America is gripped in a diet fever. Thousands of diet plans are on offer. In fact, if you’re cash-starved and want to make a quick buck, just pen a book about a new diet you’ve conjured up, give it a sexy name, and presto, you’re an instant millionaire. No previous writing experience necessary. You might try and call it something like "The Emaciated Scarecrow Look" or "Thin is In." Or better, just associate the book with something really chick-like — "The Rodeo Drive Diet" or "The Fifth Avenue Starvation Plan" — and you’ll be retiring in six months.

As for me, I have little time to read all these books, and even less inclination to make a mint from a diet plan because I believe we’ve overdone all the dieting stuff. To me, thin isn’t in, but rather "meat is neat." After all, if you’re a husband, what would you rather hug and hold, a bag of bones and a rib cage, or soft, supple flesh?

But everything in moderation; too thin is repulsive and hideous, and too fat is unhealthy and ungainly.

So here is my plan for the perfect diet that works better than anything you can buy and it’s both simple and free. It’s called "The Compliment Diet."

Here’s how it works. Give your wife a daily compliment telling her how beautiful she is. Tell her how great she looks in her dress, how shapely her new suit is. Notice when she gets her hair done. Compliment her on her nails and manicure (something that husbands always miss). When she puts on a nightgown, tell her she looks ravishing (make sure you turn off the TV first). Practice giving your wife at least five sincere compliments per day. In no time, you will begin to see the benefits.

Your wife will begin to live up to the vision you have set for her.

Since you told her she is beautiful, she will become beautiful. Since you told her she is thin, she’ll become thinner. Since you told her she looks shapely in her new blouse, she’ll live to fulfill the vision. It may take a few weeks, but it will happen. Guaranteed.

Do you know why women put on weight? It is almost always because of a neglectful husband. And if you see a woman who has "let herself go," then it’s not her you should be blaming but the man in her life. Would you deprive yourself of all the culinary delights that a prosperous society has to offer if your own husband never even noticed the sacrifice? Would you work out and go to a gym if you came home every day to a monosyllabic brute whose backside is buried deep in the couch and whose head is inextricably attached to the TV?

Moreover, so many ignored wives today are sensually deprived. Their husbands often don’t touch them, hug them, kiss them, or make love to them. So they compensate for sensual deprivation in one area by making up for it in another. In short, they eat.

And who could blame them? A big dinner makes you feel good about yourself. But your out-to-lunch husband makes you feel ordinary and overlooked.

Studies show that married women are on average about ‘0 percent heavier than single women. And why? Well, the saying goes that the single woman comes home, checks what’s in the fridge, and then goes to bed. But the married woman comes home, checks what’s in the bed, and then goes to the fridge.

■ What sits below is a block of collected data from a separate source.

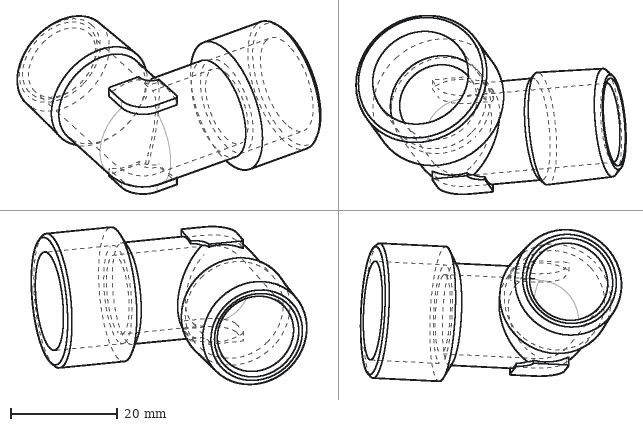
import cadquery as cq
import math


BODY_RADIUS = 19.3 / 2
BORE_RADIUS = 15.0 / 2

MALE_LENGTH = 29.5
MALE_MAX_RADIUS = 10.66
MALE_END_CHAMFER = 1.25
MALE_THREAD_LENGTH = 14.0
TAPER_SLOPE = 1 / 32
MALE_MOUTH_CHAMFER = 0.8

FEMALE_LENGTH = 32.0
COLLAR_RADIUS = 25.5 / 2
COLLAR_LENGTH = 13.4
COLLAR_CHAMFER = 0.65
COLLAR_CONE_ANGLE = 60
SOCKET_RADIUS = 18.63 / 2
SOCKET_DEPTH = COLLAR_LENGTH

PAD_HALF_WIDTH = BODY_RADIUS / 2
PAD_HEIGHT = 10.0
PAD_NOTCH_RADIUS = 2.75
PAD_CORNER_RADIUS = 0.6


def make_male_leg():
    """Solid leg with a tapered thread envelope, turned about the X axis."""
    thread_start = MALE_LENGTH - MALE_END_CHAMFER
    thread_end = MALE_LENGTH - MALE_THREAD_LENGTH
    shoulder = thread_end - (MALE_MAX_RADIUS - BODY_RADIUS)
    small_radius = MALE_MAX_RADIUS - TAPER_SLOPE * (thread_start - thread_end)
    profile = [
        (0, 0),
        (0, BODY_RADIUS),
        (-shoulder, BODY_RADIUS),
        (-thread_end, MALE_MAX_RADIUS),
        (-thread_start, small_radius),
        (-MALE_LENGTH, small_radius - MALE_END_CHAMFER),
        (-MALE_LENGTH, 0),
    ]
    return cq.Workplane("XY").polyline(profile).close().revolve(360, (0, 0, 0), (1, 0, 0))


def make_female_leg():
    """Solid leg with a collar that narrows to the body, turned about the Y axis."""
    collar_start = FEMALE_LENGTH - COLLAR_LENGTH
    cone_length = (COLLAR_RADIUS - BODY_RADIUS) / math.tan(math.radians(COLLAR_CONE_ANGLE))
    profile = [
        (0, 0),
        (BODY_RADIUS, 0),
        (BODY_RADIUS, collar_start - cone_length),
        (COLLAR_RADIUS, collar_start),
        (COLLAR_RADIUS, FEMALE_LENGTH - COLLAR_CHAMFER),
        (COLLAR_RADIUS - COLLAR_CHAMFER, FEMALE_LENGTH),
        (0, FEMALE_LENGTH),
    ]
    return cq.Workplane("XY").polyline(profile).close().revolve(360, (0, 0, 0), (0, 1, 0))


def make_pads():
    """One block through the corner whose two ends stand out as the pads."""
    half = PAD_HALF_WIDTH
    notch_edge = half - PAD_NOTCH_RADIUS
    notch_middle = half - PAD_NOTCH_RADIUS * math.sqrt(0.5)
    corner_middle = half * math.sqrt(0.5)
    block = (
        cq.Workplane("XY")
        .workplane(offset=-PAD_HEIGHT)
        .moveTo(-notch_edge, half)
        .lineTo(half, half)
        .lineTo(half, 0)
        .threePointArc((corner_middle, -corner_middle), (0, -half))
        .lineTo(-half, -half)
        .lineTo(-half, notch_edge)
        .threePointArc((-notch_middle, notch_middle), (-notch_edge, half))
        .close()
        .extrude(2 * PAD_HEIGHT)
    )
    for x_sign in (-1, 1):
        corner = (x_sign * half, x_sign * half, 0)
        block = block.edges(cq.NearestToPointSelector(corner)).fillet(PAD_CORNER_RADIUS)
    return block


def make_male_bore():
    """Bore with a chamfered mouth, turned about the X axis."""
    profile = [
        (0, 0),
        (0, BORE_RADIUS),
        (MALE_MOUTH_CHAMFER - MALE_LENGTH, BORE_RADIUS),
        (-MALE_LENGTH, BORE_RADIUS + MALE_MOUTH_CHAMFER),
        (-MALE_LENGTH, 0),
    ]
    return cq.Workplane("XY").polyline(profile).close().revolve(360, (0, 0, 0), (1, 0, 0))


def make_female_bore():
    """Bore that widens to the thread socket, turned about the Y axis."""
    socket_floor = FEMALE_LENGTH - SOCKET_DEPTH
    profile = [
        (0, 0),
        (BORE_RADIUS, 0),
        (BORE_RADIUS, socket_floor),
        (SOCKET_RADIUS, socket_floor),
        (SOCKET_RADIUS, FEMALE_LENGTH),
        (0, FEMALE_LENGTH),
    ]
    return cq.Workplane("XY").polyline(profile).close().revolve(360, (0, 0, 0), (0, 1, 0))


def make_corner_ball(radius):
    """Ball that rounds the outer side of the elbow corner."""
    return cq.Workplane("XY").sphere(radius)


outside = make_male_leg().union(make_female_leg()).union(make_corner_ball(BODY_RADIUS)).union(make_pads())
passage = make_male_bore().union(make_female_bore()).union(make_corner_ball(BORE_RADIUS))
result = outside.cut(passage)

All this mumbo-jumbo about looking good for yourself is nice, but it will never inspire a woman as much as looking great for someone she loves. Because she doesn’t want to be in love with herself. She wants to be in love with her man.

I wrote an entire book on infidelity called "Kosher Adultery." (Before you get any ideas, the book is about how a marriage can be turned into an "illicit" affair.) The number one giveaway that a husband is having an affair is him doing something incredibly stupid like arriving home with another woman’s underwear around his neck or her phone number tattooed to his arm. That’s because men have affairs mostly to boost their self-esteem, so subconsciously they brag about it without even being aware of it. But a wife cheats primarily because she is ignored and neglected by her husband. So, since his ignorance is the cause of the affair, it stands to reason that just as he doesn’t know his wife is alive, he also doesn’t know that she is cheating on him. So how does a husband find out? Well, the biggest giveaway is that she starts growing her hair long, buys colorful clothing, exchanges her cotton undergarments for silk, and goes on a diet.

Some stranger started complimenting her and telling her that she is slim and beautiful. So she became slim and beautiful.

And why did it have to be a lover? Why did it have to tear the family apart? Why couldn’t it have been her husband?

The sad history of relationships has been that the female need for attention is almost never met by the male attention span. But that is a history we can reverse. All it takes is a compliment.